I'd say it would depend on what style/type of plow and mount you're using. Some combinations are much heavier than other setups.

I'd suggest you aim at trying to use the same amount of weight as the plow weighs in order to keep the total vehicle weight equally distributed on the front and rear axles.... which is always best for the best traction.

My first year of plowing I went light on my rear ballast and when I plowed down a slope.... I couldn't back the rig up! NOT GOOD!

J-Quad


----------



## martyman

Have to be honest that metal bar strapped on with hose clamps looks dangerous.


----------



## theplowmeister

Hubjeep;887879 said:


> A couple fat chicks work well.
> 
> Killer idea. Is that a solid chunk of steel?

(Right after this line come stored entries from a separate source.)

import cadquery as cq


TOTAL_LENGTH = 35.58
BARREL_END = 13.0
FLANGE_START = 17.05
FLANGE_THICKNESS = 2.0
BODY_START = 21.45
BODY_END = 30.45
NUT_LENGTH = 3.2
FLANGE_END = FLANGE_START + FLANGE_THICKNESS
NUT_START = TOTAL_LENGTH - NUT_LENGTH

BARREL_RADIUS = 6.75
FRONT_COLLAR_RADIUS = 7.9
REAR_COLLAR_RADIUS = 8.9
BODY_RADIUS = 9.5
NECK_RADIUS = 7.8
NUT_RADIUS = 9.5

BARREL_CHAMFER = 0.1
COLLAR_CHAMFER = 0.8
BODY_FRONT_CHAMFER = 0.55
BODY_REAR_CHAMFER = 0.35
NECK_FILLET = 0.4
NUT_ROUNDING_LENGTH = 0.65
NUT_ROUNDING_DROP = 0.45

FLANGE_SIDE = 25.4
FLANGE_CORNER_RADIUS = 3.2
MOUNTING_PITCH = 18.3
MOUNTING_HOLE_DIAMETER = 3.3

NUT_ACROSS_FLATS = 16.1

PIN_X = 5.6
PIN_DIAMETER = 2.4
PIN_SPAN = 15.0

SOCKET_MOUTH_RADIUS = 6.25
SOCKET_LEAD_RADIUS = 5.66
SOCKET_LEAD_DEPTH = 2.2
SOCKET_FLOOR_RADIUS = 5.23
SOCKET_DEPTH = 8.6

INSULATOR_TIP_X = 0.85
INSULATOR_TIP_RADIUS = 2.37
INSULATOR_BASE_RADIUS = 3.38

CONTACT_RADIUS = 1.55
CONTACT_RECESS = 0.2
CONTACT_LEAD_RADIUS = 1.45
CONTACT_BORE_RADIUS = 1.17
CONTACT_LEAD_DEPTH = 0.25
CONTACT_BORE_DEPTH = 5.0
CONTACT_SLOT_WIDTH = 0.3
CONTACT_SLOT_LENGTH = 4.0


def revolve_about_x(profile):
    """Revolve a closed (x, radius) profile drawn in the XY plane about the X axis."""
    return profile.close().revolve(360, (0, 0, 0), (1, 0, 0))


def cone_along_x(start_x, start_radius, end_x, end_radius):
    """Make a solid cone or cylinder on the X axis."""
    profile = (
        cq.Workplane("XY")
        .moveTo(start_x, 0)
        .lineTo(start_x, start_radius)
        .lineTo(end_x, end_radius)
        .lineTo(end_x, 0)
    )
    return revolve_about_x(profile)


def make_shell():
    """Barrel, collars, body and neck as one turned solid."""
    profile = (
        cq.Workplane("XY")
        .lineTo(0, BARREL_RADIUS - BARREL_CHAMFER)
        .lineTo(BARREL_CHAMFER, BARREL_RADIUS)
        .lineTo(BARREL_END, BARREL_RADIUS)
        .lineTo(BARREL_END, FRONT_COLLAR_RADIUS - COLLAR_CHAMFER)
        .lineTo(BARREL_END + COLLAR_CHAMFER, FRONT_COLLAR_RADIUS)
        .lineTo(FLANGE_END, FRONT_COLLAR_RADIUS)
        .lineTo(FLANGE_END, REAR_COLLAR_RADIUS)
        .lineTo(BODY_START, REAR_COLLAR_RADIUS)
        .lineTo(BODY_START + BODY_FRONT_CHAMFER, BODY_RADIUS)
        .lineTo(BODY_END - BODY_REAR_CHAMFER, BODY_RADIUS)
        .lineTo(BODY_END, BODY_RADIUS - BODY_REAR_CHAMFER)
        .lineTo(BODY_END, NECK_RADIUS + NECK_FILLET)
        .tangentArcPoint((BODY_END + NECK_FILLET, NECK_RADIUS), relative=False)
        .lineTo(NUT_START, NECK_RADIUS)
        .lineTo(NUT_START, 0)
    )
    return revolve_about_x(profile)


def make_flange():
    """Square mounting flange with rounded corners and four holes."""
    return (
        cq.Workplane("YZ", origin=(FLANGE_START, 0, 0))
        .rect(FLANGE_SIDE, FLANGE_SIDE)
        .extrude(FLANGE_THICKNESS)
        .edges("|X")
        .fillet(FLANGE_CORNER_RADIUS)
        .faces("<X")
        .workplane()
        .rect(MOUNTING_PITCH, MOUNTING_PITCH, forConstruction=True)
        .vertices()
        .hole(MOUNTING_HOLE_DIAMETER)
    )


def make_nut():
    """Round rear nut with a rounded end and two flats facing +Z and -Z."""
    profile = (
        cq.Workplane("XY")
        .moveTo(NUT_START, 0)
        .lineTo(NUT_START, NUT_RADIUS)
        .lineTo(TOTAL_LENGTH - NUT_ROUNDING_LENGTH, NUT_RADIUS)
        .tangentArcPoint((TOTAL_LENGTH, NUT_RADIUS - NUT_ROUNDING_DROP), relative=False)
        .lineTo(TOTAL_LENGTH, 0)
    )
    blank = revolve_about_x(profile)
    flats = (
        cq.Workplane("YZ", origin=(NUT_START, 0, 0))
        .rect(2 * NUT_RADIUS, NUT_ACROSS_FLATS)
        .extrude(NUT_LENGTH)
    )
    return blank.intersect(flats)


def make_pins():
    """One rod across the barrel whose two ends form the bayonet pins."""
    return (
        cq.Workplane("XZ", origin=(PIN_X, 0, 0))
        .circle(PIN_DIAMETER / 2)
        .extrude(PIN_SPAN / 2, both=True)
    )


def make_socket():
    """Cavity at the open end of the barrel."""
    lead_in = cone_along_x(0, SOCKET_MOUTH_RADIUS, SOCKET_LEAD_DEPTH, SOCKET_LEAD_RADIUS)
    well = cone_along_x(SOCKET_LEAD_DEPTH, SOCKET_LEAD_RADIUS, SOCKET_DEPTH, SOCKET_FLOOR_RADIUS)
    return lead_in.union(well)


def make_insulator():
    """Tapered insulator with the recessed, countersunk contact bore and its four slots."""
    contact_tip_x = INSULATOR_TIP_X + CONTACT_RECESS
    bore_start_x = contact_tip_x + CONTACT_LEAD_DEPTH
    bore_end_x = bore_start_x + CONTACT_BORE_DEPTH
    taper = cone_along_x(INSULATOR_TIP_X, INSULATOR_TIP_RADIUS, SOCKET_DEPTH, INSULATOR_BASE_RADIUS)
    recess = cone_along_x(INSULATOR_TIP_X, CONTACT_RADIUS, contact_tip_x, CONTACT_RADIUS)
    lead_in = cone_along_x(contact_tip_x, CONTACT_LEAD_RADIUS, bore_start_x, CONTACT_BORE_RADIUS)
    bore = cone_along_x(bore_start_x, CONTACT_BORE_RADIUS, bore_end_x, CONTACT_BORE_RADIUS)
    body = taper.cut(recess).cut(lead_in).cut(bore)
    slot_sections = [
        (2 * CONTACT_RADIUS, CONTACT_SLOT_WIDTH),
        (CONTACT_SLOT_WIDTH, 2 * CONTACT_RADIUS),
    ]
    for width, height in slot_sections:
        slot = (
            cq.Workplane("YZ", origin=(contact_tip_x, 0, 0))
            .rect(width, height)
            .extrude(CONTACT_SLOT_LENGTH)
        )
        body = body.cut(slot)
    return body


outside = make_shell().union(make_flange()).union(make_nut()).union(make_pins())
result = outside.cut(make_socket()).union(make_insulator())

No, 6 blocks of lead bolted to the C Chanel. Each block weighs about 70#.


----------



## T-O/Slim

While I think this is the best safest way its just not economical for most people, unless your an owner operator.
BTW where could someone get these weights?








[/QUOTE]


----------



## dyjk08

I burn wood pellets so I just put 8 or 10 40lb bags in the back of my Wrangler, works great


----------



## cj7plowing

I put 6 to 8 50lb bags in the back of the jeep right at the tailgate. I only have 6'6" blades on my jeeps though.


----------



## micklock

I used some steel wheel weights from my old Jacobsen F10 mower, I bolted them to my bumper with 5/8 bolts.


----------



## micklock

I made a new back bumper for my jeep so I had to come up with a new way to mount my weights. Works great, a lot faster and easier to put on and take off than my old system.


----------



## brad96z28

What do the weigh about?


----------



## micklock

brad96z28;1066810 said:


> What do the weigh about?


The weights are 130# each.


----------



## KMBertog

I put a couple 50 pound bags of sand in the back and have had no issues.


----------



## Plow Man Jim

As one guy said I use the same weight in sand bags as my plow weights it comes out to about 450 pounds in the back of my Cherokee and it works great.


----------



## 18lmslcsr

steel24;891285 said:


> I put on a rear hitch carrier and put my snow thrower on it. Works good.


Agreed... Big time!
I place 2- 3650 Toro's in the all aluminum rack with 2-back saver shovels and fuel.

C.


----------